ACTIVITY
Could you repeat the records below exactly, leaving out any pictures?

[Extracted data entries]

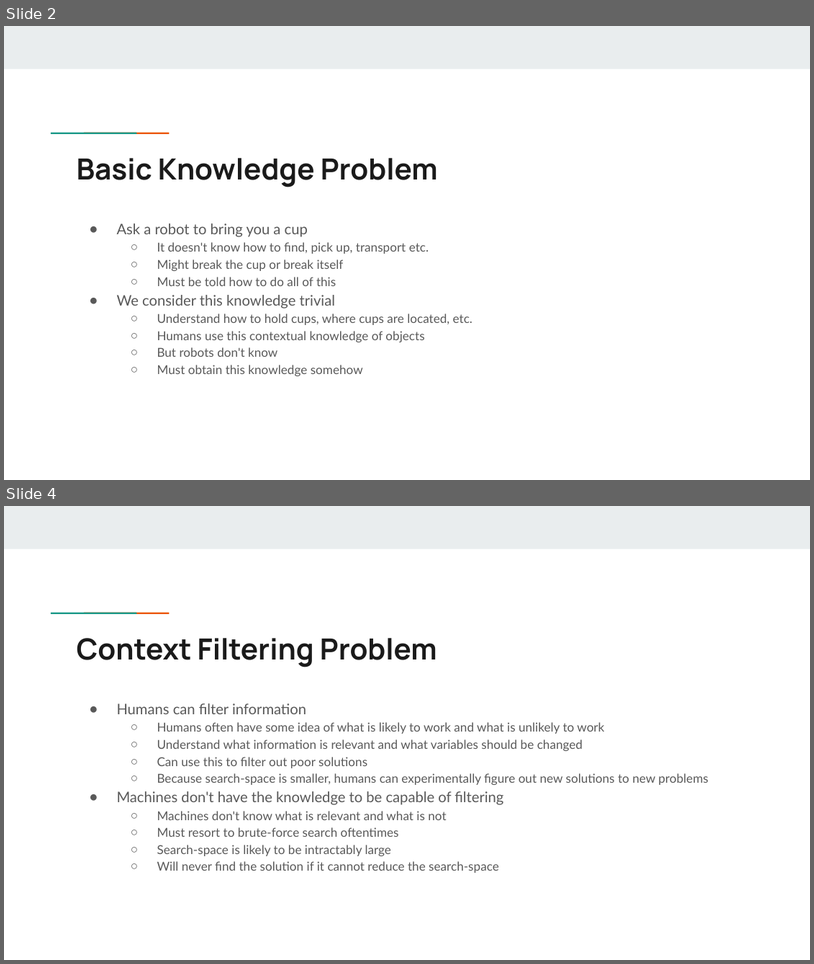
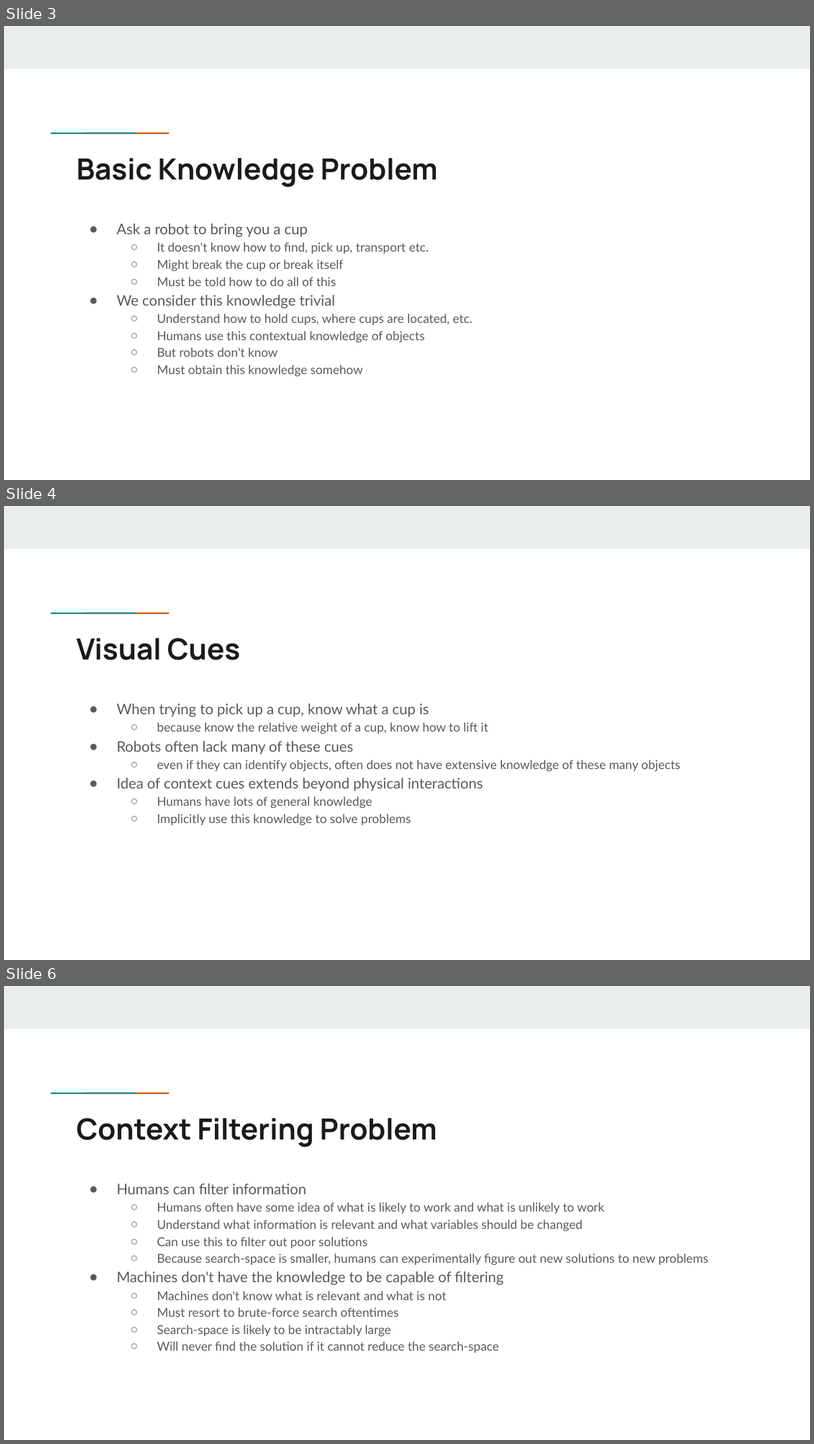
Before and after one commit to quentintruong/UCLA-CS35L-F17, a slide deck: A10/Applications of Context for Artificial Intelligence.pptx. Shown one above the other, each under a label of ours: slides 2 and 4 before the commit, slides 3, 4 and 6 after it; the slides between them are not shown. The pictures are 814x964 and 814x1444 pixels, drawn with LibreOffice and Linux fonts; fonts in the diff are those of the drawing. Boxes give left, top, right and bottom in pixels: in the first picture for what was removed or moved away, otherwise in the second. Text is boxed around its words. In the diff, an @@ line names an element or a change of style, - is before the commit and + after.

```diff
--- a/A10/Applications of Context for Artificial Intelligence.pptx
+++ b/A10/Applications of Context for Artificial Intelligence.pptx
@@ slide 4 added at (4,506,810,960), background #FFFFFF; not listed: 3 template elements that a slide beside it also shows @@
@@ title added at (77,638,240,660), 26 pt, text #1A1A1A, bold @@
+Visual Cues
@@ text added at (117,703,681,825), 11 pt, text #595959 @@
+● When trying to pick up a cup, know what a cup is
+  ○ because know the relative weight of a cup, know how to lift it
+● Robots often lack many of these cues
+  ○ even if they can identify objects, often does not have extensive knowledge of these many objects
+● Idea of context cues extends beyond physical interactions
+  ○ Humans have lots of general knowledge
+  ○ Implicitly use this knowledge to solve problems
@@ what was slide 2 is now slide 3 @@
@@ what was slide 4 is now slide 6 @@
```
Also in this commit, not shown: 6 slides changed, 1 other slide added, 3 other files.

SOLVED PROBLEM
Before and after one commit to quentintruong/UCLA-CS35L-F17, a slide deck: A10/Applications of Context for Artificial Intelligence.pptx. Shown one above the other, each under a label of ours: slides 2 and 4 before the commit, slides 3, 4 and 6 after it; the slides between them are not shown. The pictures are 814x964 and 814x1444 pixels, drawn with LibreOffice and Linux fonts; fonts in the diff are those of the drawing. Boxes give left, top, right and bottom in pixels: in the first picture for what was removed or moved away, otherwise in the second. Text is boxed around its words. In the diff, an @@ line names an element or a change of style, - is before the commit and + after.

```diff
--- a/A10/Applications of Context for Artificial Intelligence.pptx
+++ b/A10/Applications of Context for Artificial Intelligence.pptx
@@ slide 4 added at (4,506,810,960), background #FFFFFF; not listed: 3 template elements that a slide beside it also shows @@
@@ title added at (77,638,240,660), 26 pt, text #1A1A1A, bold @@
+Visual Cues
@@ text added at (117,703,681,825), 11 pt, text #595959 @@
+● When trying to pick up a cup, know what a cup is
+  ○ because know the relative weight of a cup, know how to lift it
+● Robots often lack many of these cues
+  ○ even if they can identify objects, often does not have extensive knowledge of these many objects
+● Idea of context cues extends beyond physical interactions
+  ○ Humans have lots of general knowledge
+  ○ Implicitly use this knowledge to solve problems
@@ what was slide 2 is now slide 3 @@
@@ what was slide 4 is now slide 6 @@
```
Also in this commit, not shown: 6 slides changed, 1 other slide added, 3 other files.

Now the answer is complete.